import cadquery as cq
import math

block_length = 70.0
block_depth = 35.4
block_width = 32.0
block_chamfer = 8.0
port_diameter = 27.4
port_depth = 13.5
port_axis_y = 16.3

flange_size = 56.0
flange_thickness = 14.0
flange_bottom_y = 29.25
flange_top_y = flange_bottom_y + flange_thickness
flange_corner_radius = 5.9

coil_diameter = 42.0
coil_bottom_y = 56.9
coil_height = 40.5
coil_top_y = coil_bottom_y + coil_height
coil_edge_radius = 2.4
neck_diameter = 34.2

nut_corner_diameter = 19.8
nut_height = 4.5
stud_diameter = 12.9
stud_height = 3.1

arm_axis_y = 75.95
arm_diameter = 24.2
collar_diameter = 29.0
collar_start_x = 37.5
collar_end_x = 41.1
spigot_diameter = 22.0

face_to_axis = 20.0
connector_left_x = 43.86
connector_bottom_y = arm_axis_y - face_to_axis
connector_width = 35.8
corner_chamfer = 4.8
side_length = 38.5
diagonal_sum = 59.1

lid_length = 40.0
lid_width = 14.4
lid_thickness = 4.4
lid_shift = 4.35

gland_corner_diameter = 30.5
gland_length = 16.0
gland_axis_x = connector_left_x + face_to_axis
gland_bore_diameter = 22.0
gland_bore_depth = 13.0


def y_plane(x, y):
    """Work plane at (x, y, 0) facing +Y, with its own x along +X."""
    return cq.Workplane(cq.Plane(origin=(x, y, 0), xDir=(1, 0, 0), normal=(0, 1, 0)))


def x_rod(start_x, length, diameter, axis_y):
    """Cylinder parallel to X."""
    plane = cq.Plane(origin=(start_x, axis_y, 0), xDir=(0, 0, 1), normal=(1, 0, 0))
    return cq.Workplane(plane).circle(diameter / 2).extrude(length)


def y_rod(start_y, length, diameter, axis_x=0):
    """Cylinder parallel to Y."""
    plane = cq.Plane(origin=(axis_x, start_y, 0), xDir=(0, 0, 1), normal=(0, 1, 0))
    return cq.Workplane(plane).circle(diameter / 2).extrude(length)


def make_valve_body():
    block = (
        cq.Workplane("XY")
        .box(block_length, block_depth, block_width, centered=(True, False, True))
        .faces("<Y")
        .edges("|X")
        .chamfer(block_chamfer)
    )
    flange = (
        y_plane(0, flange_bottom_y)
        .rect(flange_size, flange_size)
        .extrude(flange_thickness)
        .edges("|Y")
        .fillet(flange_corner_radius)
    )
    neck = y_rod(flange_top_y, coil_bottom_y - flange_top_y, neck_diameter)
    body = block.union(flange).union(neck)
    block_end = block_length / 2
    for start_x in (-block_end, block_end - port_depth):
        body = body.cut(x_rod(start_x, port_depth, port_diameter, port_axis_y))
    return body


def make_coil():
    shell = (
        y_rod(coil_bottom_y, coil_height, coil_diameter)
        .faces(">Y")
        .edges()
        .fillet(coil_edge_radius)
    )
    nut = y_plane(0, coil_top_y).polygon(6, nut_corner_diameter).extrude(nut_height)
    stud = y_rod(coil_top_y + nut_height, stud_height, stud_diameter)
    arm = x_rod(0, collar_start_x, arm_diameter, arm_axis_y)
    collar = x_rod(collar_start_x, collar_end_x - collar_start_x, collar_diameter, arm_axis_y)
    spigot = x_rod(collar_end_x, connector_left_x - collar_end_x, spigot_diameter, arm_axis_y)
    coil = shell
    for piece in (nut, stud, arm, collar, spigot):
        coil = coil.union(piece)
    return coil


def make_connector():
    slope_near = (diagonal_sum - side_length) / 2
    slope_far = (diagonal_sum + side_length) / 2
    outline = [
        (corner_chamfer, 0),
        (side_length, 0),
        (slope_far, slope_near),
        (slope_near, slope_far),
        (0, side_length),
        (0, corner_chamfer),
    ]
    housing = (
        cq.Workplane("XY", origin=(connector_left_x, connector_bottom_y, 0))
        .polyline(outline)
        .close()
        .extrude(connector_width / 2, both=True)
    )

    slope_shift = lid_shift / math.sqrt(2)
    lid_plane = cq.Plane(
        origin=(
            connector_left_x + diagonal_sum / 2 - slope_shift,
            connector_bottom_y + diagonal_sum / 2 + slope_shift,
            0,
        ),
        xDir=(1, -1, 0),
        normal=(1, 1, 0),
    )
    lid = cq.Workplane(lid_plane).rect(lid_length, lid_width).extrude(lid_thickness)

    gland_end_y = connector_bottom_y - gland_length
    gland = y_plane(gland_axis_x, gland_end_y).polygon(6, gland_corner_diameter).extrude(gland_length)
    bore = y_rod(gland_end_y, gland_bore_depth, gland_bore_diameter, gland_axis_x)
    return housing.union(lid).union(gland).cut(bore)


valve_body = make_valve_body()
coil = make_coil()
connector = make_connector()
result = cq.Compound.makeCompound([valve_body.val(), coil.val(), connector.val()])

•••

Task instructions: Give back the whole listing. Match it exactly.

Completed task:
import cadquery as cq
import math

block_length = 70.0
block_depth = 35.4
block_width = 32.0
block_chamfer = 8.0
port_diameter = 27.4
port_depth = 13.5
port_axis_y = 16.3

flange_size = 56.0
flange_thickness = 14.0
flange_bottom_y = 29.25
flange_top_y = flange_bottom_y + flange_thickness
flange_corner_radius = 5.9

coil_diameter = 42.0
coil_bottom_y = 56.9
coil_height = 40.5
coil_top_y = coil_bottom_y + coil_height
coil_edge_radius = 2.4
neck_diameter = 34.2

nut_corner_diameter = 19.8
nut_height = 4.5
stud_diameter = 12.9
stud_height = 3.1

arm_axis_y = 75.95
arm_diameter = 24.2
collar_diameter = 29.0
collar_start_x = 37.5
collar_end_x = 41.1
spigot_diameter = 22.0

face_to_axis = 20.0
connector_left_x = 43.86
connector_bottom_y = arm_axis_y - face_to_axis
connector_width = 35.8
corner_chamfer = 4.8
side_length = 38.5
diagonal_sum = 59.1

lid_length = 40.0
lid_width = 14.4
lid_thickness = 4.4
lid_shift = 4.35

gland_corner_diameter = 30.5
gland_length = 16.0
gland_axis_x = connector_left_x + face_to_axis
gland_bore_diameter = 22.0
gland_bore_depth = 13.0


def y_plane(x, y):
    """Work plane at (x, y, 0) facing +Y, with its own x along +X."""
    return cq.Workplane(cq.Plane(origin=(x, y, 0), xDir=(1, 0, 0), normal=(0, 1, 0)))


def x_rod(start_x, length, diameter, axis_y):
    """Cylinder parallel to X."""
    plane = cq.Plane(origin=(start_x, axis_y, 0), xDir=(0, 0, 1), normal=(1, 0, 0))
    return cq.Workplane(plane).circle(diameter / 2).extrude(length)


def y_rod(start_y, length, diameter, axis_x=0):
    """Cylinder parallel to Y."""
    plane = cq.Plane(origin=(axis_x, start_y, 0), xDir=(0, 0, 1), normal=(0, 1, 0))
    return cq.Workplane(plane).circle(diameter / 2).extrude(length)


def make_valve_body():
    block = (
        cq.Workplane("XY")
        .box(block_length, block_depth, block_width, centered=(True, False, True))
        .faces("<Y")
        .edges("|X")
        .chamfer(block_chamfer)
    )
    flange = (
        y_plane(0, flange_bottom_y)
        .rect(flange_size, flange_size)
        .extrude(flange_thickness)
        .edges("|Y")
        .fillet(flange_corner_radius)
    )
    neck = y_rod(flange_top_y, coil_bottom_y - flange_top_y, neck_diameter)
    body = block.union(flange).union(neck)
    block_end = block_length / 2
    for start_x in (-block_end, block_end - port_depth):
        body = body.cut(x_rod(start_x, port_depth, port_diameter, port_axis_y))
    return body


def make_coil():
    shell = (
        y_rod(coil_bottom_y, coil_height, coil_diameter)
        .faces(">Y")
        .edges()
        .fillet(coil_edge_radius)
    )
    nut = y_plane(0, coil_top_y).polygon(6, nut_corner_diameter).extrude(nut_height)
    stud = y_rod(coil_top_y + nut_height, stud_height, stud_diameter)
    arm = x_rod(0, collar_start_x, arm_diameter, arm_axis_y)
    collar = x_rod(collar_start_x, collar_end_x - collar_start_x, collar_diameter, arm_axis_y)
    spigot = x_rod(collar_end_x, connector_left_x - collar_end_x, spigot_diameter, arm_axis_y)
    coil = shell
    for piece in (nut, stud, arm, collar, spigot):
        coil = coil.union(piece)
    return coil


def make_connector():
    slope_near = (diagonal_sum - side_length) / 2
    slope_far = (diagonal_sum + side_length) / 2
    outline = [
        (corner_chamfer, 0),
        (side_length, 0),
        (slope_far, slope_near),
        (slope_near, slope_far),
        (0, side_length),
        (0, corner_chamfer),
    ]
    housing = (
        cq.Workplane("XY", origin=(connector_left_x, connector_bottom_y, 0))
        .polyline(outline)
        .close()
        .extrude(connector_width / 2, both=True)
    )

    slope_shift = lid_shift / math.sqrt(2)
    lid_plane = cq.Plane(
        origin=(
            connector_left_x + diagonal_sum / 2 - slope_shift,
            connector_bottom_y + diagonal_sum / 2 + slope_shift,
            0,
        ),
        xDir=(1, -1, 0),
        normal=(1, 1, 0),
    )
    lid = cq.Workplane(lid_plane).rect(lid_length, lid_width).extrude(lid_thickness)

    gland_end_y = connector_bottom_y - gland_length
    gland = y_plane(gland_axis_x, gland_end_y).polygon(6, gland_corner_diameter).extrude(gland_length)
    bore = y_rod(gland_end_y, gland_bore_depth, gland_bore_diameter, gland_axis_x)
    return housing.union(lid).union(gland).cut(bore)


valve_body = make_valve_body()
coil = make_coil()
connector = make_connector()
result = cq.Compound.makeCompound([valve_body.val(), coil.val(), connector.val()])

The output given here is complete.